UK issues guidance for exporters and importers

Her Majesty’s Treasury has issued an additional guidance document about sanctions compliance and enforcement, this time for importers and exporters. Here is some of the guidance specific to import/export: 

B Licensing

1. Do I need an OFSI licence if I already have an export or trade control licence?

You may do. The Export Control Joint Unit (ECJU) issues licences for strategic goods. OFSI issues licences that permit financial transactions with a designated person that, otherwise, would be prohibited.

Having an export or trade control licence is no guarantee that an OFSI licence will be granted. To apply for an OFSI licence:

• use the application form on our website

• apply for the licence well before you need it

• identify the appropriate licensing grounds

• provide a full description of the payment chain.

Licences cannot be issued retrospectively. If you have carried out an act that required a licence without having obtained one beforehand, you may have breached financial sanctions and you should contact OFSI immediately.

2. What OFSI licensing grounds may apply to importers and exporters?

If you’re importing from or exporting to a designated person, you will need to apply for an OFSI licence. An OFSI licence is a written authorisation that permits an otherwise prohibited financial activity. You may want to check that your bank will allow the transaction before entering into a contract.

Potential licence grounds for importers or exporters include existing obligations under a prior contract – a contract that existed before the individual or entity was designated under financial sanctions legislation.

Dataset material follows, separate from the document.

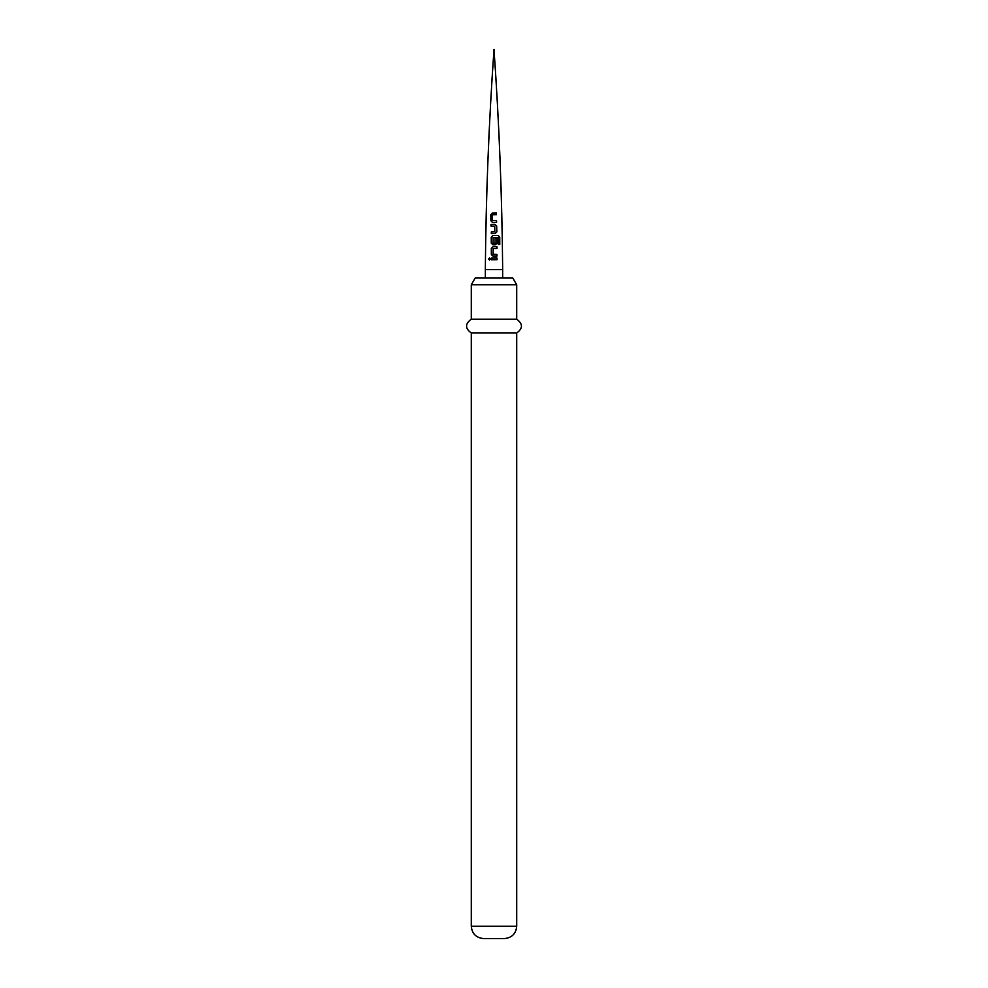 <?xml version="1.0" encoding="UTF-8"?>
<svg xmlns="http://www.w3.org/2000/svg" width="988" height="988" viewBox="0 0 988 988"><rect width="100%" height="100%" fill="white"/><g stroke="black" fill="none" stroke-linecap="round" stroke-linejoin="round"><path stroke-width="1.48" d="M488.64 258.992L489.529 257.905L490.456 258.967L489.505 260.054L488.64 258.992M489.566 260.054L488.813 259.004L489.603 257.905M492.283 213.075L496.384 213L496.421 214.742L492.493 214.804L492.481 220.534L496.544 220.571L496.581 222.312L492.419 222.386L490.937 220.806L490.826 214.742L492.283 213.075L496.297 213.013L496.334 214.742M491.011 224.387L494.815 224.301L496.668 225.894L496.828 231.945L495.136 233.576L491.345 233.662L491.295 231.933L494.84 231.859L494.729 226.153L491.048 226.129L491.011 224.387L494.79 224.301L496.668 225.894M492.839 235.564L498.347 235.527L499.743 237.157L499.767 244.431L498.261 244.419L498.248 237.565L493.111 237.478L493.098 243.172L495.099 243.283L495.099 238.256L496.89 238.244L496.939 243.196L495.321 244.826L492.987 244.826L491.283 243.221L491.234 237.182L492.839 235.564M493.012 256.102L491.419 254.496L491.406 248.433L493.024 246.802L496.939 246.79L496.939 248.519L493.234 248.531L493.111 254.249L496.939 254.361L496.952 256.09L492.987 256.102L491.332 254.496L491.32 248.42L493 246.79L496.841 246.79L496.853 248.519M491.357 258.09L497.001 258.029L497.038 259.758L491.369 259.819L491.357 258.09M471.288 284.779L475.265 277.9L512.735 277.9L516.712 284.779L471.288 284.779L471.288 319.186L516.712 319.186L516.712 284.779M516.712 332.956L516.712 926.213L471.288 926.213L471.288 332.956L516.712 332.956C523.01 328.448 523.01 323.866 516.712 319.186M471.288 926.213C471.955 933.672 476.08 937.797 483.675 938.6L504.325 938.6C511.92 937.797 516.045 933.672 516.712 926.213M491.456 259.819L491.444 258.09L494 258.053L496.902 258.041L496.939 259.758M493.148 254.249L496.841 254.361L496.865 256.09M493.024 244.839L491.382 243.233L491.32 237.182L492.889 235.564L498.199 235.539L499.743 237.157M499.545 237.157L499.57 244.431M493.098 243.172L495.062 243.283M495.062 238.256L496.803 238.244L496.841 243.209L495.272 244.826M496.569 225.894L496.828 231.945M496.729 231.945L495.099 233.588M491.147 226.129L491.11 224.4M491.431 233.662L491.382 231.945L494.84 231.859M492.481 222.386L490.937 220.806M491.048 220.818L490.937 214.742L492.345 213.087M492.481 220.534L496.458 220.583L496.495 222.312M485.33 269.638L502.67 269.638C502.04 196.13 499.15 122.722 494 49.4C488.85 122.722 485.96 196.13 485.33 269.638L485.33 277.9M502.67 277.9L502.67 269.638M471.288 332.956C464.99 328.448 464.99 323.866 471.288 319.186"/></g></svg>
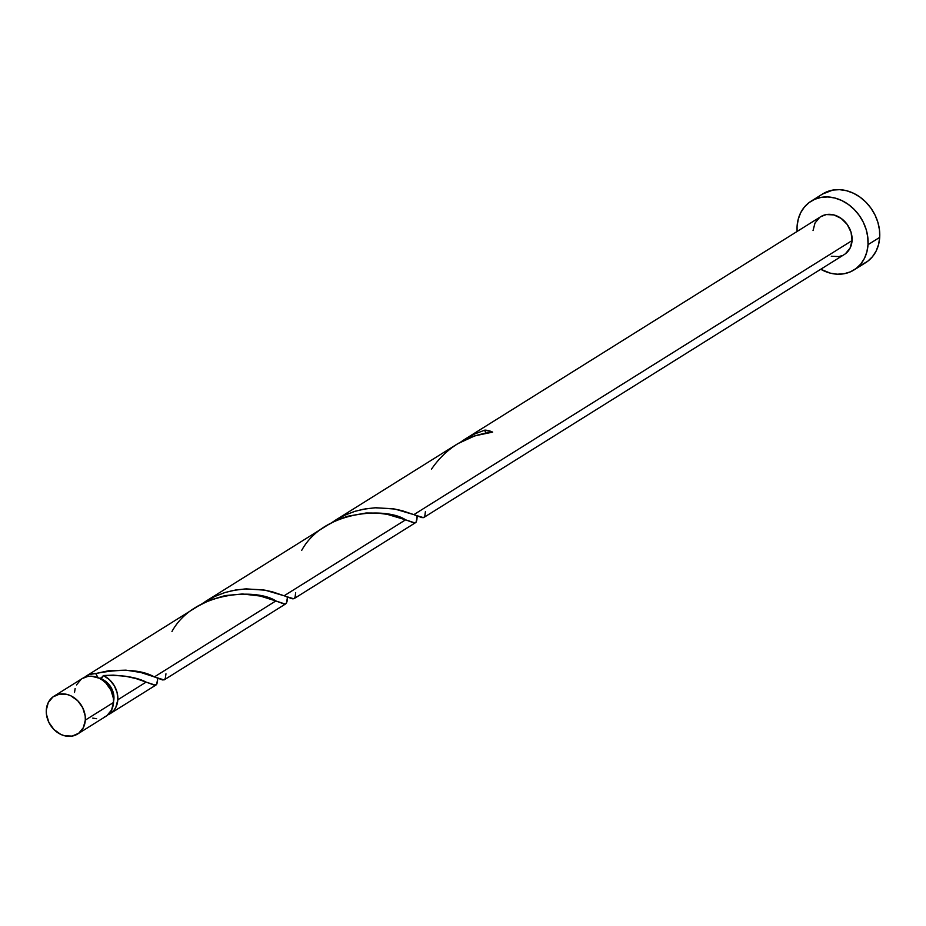 <?xml version="1.0" encoding="UTF-8"?>
<svg xmlns="http://www.w3.org/2000/svg" width="926" height="926" viewBox="0 0 926 926"><rect width="100%" height="100%" fill="white"/><g stroke="black" fill="none" stroke-linecap="round" stroke-linejoin="round"><path stroke-width="1.39" d="M103.816 717.418L106.93 715.613L111.571 709.999L113.539 702.464A22.293 18.37 -122 0 0 103.284 680.749A22.293 18.37 -122 0 0 82.206 678.561L53.986 696.213A22.293 18.37 58 0 1 75.064 698.389A22.293 18.37 58 0 1 85.319 720.115L113.539 702.464L113.412 698.343L110.946 690.148L105.911 683.064L102.659 680.286L99.07 678.168L91.466 676.212L87.727 676.455L82.136 678.608M77.622 734.005L105.842 716.354A22.293 18.37 -122 0 0 113.539 702.464L85.319 720.115A22.293 18.37 58 0 1 77.622 734.005A22.293 18.37 58 0 1 56.555 731.818A22.293 18.37 58 0 1 46.3 710.092L46.427 714.224L48.881 722.419L53.916 729.503L60.769 734.387L64.542 735.765L72.112 736.112L78.71 733.253L83.352 727.639L85.319 720.115L85.192 715.995L82.738 707.788L77.703 700.716L70.851 695.82L67.077 694.442L59.507 694.095L52.909 696.954L48.268 702.568L46.3 710.092A22.293 18.37 58 0 1 53.986 696.213M113.423 701.931L113.921 698.794A17.826 14.7 -122 0 0 99.313 678.249A17.826 14.7 -122 0 0 99.151 678.214L101.999 677.855L103.434 675.529A22.293 18.37 58 0 1 117.822 699.79L146.111 682.092L136.041 678.596L125.554 676.235L113.366 675.135L103.434 675.529L109.465 679.684L114.211 685.587L117.104 692.555L117.822 699.79A22.293 18.37 58 0 1 110.125 713.68A22.293 18.37 58 0 1 107.879 714.837L113.829 710.427L115.854 707.314L117.822 699.79L146.111 682.092L155.336 685.171L156.679 684.349L157.698 678.689M854.038 269.929L865.717 262.637A40.524 33.394 -122 0 0 879.7 237.38A40.524 33.394 -122 0 0 861.053 197.886A40.524 33.394 -122 0 0 822.739 193.916L811.06 201.22A40.524 33.394 58 0 1 849.385 205.19A40.524 33.394 58 0 1 868.021 244.684L879.7 237.38L868.021 244.684A40.524 33.394 58 0 1 854.038 269.929A40.524 33.394 58 0 1 820.725 269.258L830.252 273.135L837.22 274.2L844.003 273.772L850.346 271.874L856.006 268.575L860.775 264.026L864.444 258.366L866.898 251.837L868.021 244.684L867.789 237.183L866.204 229.613L863.321 222.286L859.259 215.457L854.166 209.403L848.251 204.357L841.722 200.514L834.847 198.014L827.89 196.96L821.096 197.388L814.753 199.287L809.092 202.574L804.335 207.135L800.666 212.783L798.212 219.312L797.078 226.465A40.524 33.394 58 0 1 811.06 201.22M457.872 443.635L335.362 520.238L343.696 515.666L354.172 511.557L363.189 509.254L374.868 507.795L392.832 508.71L402.023 510.643L413.864 514.636L852.059 240.586A22.293 18.37 -122 0 0 841.803 218.86A22.293 18.37 -122 0 0 820.737 216.684L465.095 439.098L474.725 433.935L484.877 430.115A22.293 18.37 58 0 1 492.644 432.118L474.911 435.822L457.872 443.635M485.976 433.102L484.877 430.115L474.54 434.016L461.044 441.806L465.084 439.109M423.865 517.46L844.373 254.476A22.293 18.37 -122 0 0 852.059 240.586L413.864 514.636L394.858 509.045L375.991 507.737L365.643 508.814L355.133 511.256L344.808 515.157L331.3 522.947L336.323 519.648M84.463 677.404A22.293 18.37 58 0 1 86.488 675.887A22.293 18.37 58 0 1 95.667 673.538L108.979 670.667L125.971 670.158L140.717 672.461L154.387 676.918L275.844 600.951L260.252 596.043L242.519 593.983L225.168 595.568L209.507 600.291L197.817 606.264L86.488 675.887L89.313 674.498L95.667 673.538L98.179 677.774L95.667 673.538C121.7 668.445 141.273 669.579 154.387 676.918L164.006 679.915M327.549 525.123L205.618 601.379L213.964 596.807L224.439 592.698L233.445 590.394L245.135 588.936L263.088 589.839L272.279 591.783L284.132 595.777L405.588 519.822L387.323 514.358L377.704 513.085L366.048 513.004L347.03 516.384L334.888 521.106L327.549 525.123M416.029 522.241L413.76 522.843L405.588 519.822L284.132 595.777L265.125 590.186L246.247 588.878L235.91 589.943L225.4 592.397L215.075 596.298L201.567 604.088L206.579 600.789M156.563 684.511L154.283 685.124L146.111 682.092C136.643 677.149 122.417 674.961 103.434 675.529L100.911 678.307M157.327 682.369L156.76 684.198M157.675 679.117L157.408 681.825M286.296 603.37L284.027 603.983L275.844 600.951L154.387 676.918L155.475 677.357M287.072 601.24L286.504 603.069M287.407 597.976L287.153 600.685M416.804 520.099L416.237 521.928M417.14 516.835L416.885 519.555M293.739 598.775L285.208 596.217M423.471 517.634L414.952 515.076M113.574 701.271A17.826 14.7 -122 0 0 113.921 698.794L113.111 692.162L110.055 685.923L105.217 681.05L99.313 678.249L100.888 678.307M84 677.82L86.488 675.887M797.089 231.465A40.524 33.394 58 0 1 797.078 226.465L797.089 231.465M820.668 216.719L826.258 214.566L833.817 214.913L841.19 218.409L847.244 224.509L851.063 232.299L852.059 240.586L850.091 248.11L845.45 253.724M842.336 255.541L838.852 256.583L831.293 256.236M813.04 230.562L815.007 223.039L819.649 217.425M862.025 264.57L867.685 261.282L872.442 256.722L876.123 251.062L878.566 244.533L879.7 237.38L879.468 229.879L877.883 222.309L875.001 214.982L870.938 208.153L865.845 202.099L859.93 197.053L853.402 193.21L846.526 190.71L839.558 189.656L832.775 190.085L822.624 193.997M92.762 718.113L96.593 718.703M81.129 679.302L76.488 684.927M75.145 688.516L74.52 692.451M485.942 433.044A4.456 3.669 58 0 1 484.877 430.115L492.644 432.118C466.727 435.185 446.332 447.559 431.435 469.227M425.428 511.522L424.814 516.037L423.819 517.495L422.001 517.657L414.582 514.937M295.683 592.663L295.07 597.177L294.074 598.636L292.257 598.798L284.849 596.066M165.951 673.792L165.337 678.318L164.342 679.765L162.525 679.939L155.117 677.207M171.958 631.509C194.02 591.008 257.069 588.137 275.844 600.951L285.069 604.03L286.412 603.208L287.43 597.559M301.702 550.368C323.753 509.867 386.813 506.997 405.588 519.822L414.802 522.889L416.156 522.067L417.175 516.419M156.124 684.916L110.125 713.68M285.856 603.775L164.388 679.742M415.589 522.634L294.132 598.601M417.95 516.071L416.908 516.754M288.206 597.212L287.176 597.895M158.473 678.353L157.443 679.036"/></g></svg>

You should check if your activity is exempt. Specific exemptions are contained in financial sanctions regulations. These apply automatically in defined circumstances and do not require a licence. These could include provision of goods for humanitarian purposes.

For more information about licensing grounds and details on how to apply for a licence please refer to the ‘exemptions and licensing’ section in our general guidance.

https://www.gov.uk/government/publicatio ns/financial-sanctions-faqs

3. Does it make a difference if my goods are for humanitarian, medical or diplomatic purposes?

You need to consider carefully the restrictions in place against the designated person or company. For example, if a person is subject to financial sanctions under the Syrian regime, you need to look at the regulation that underpins that regime.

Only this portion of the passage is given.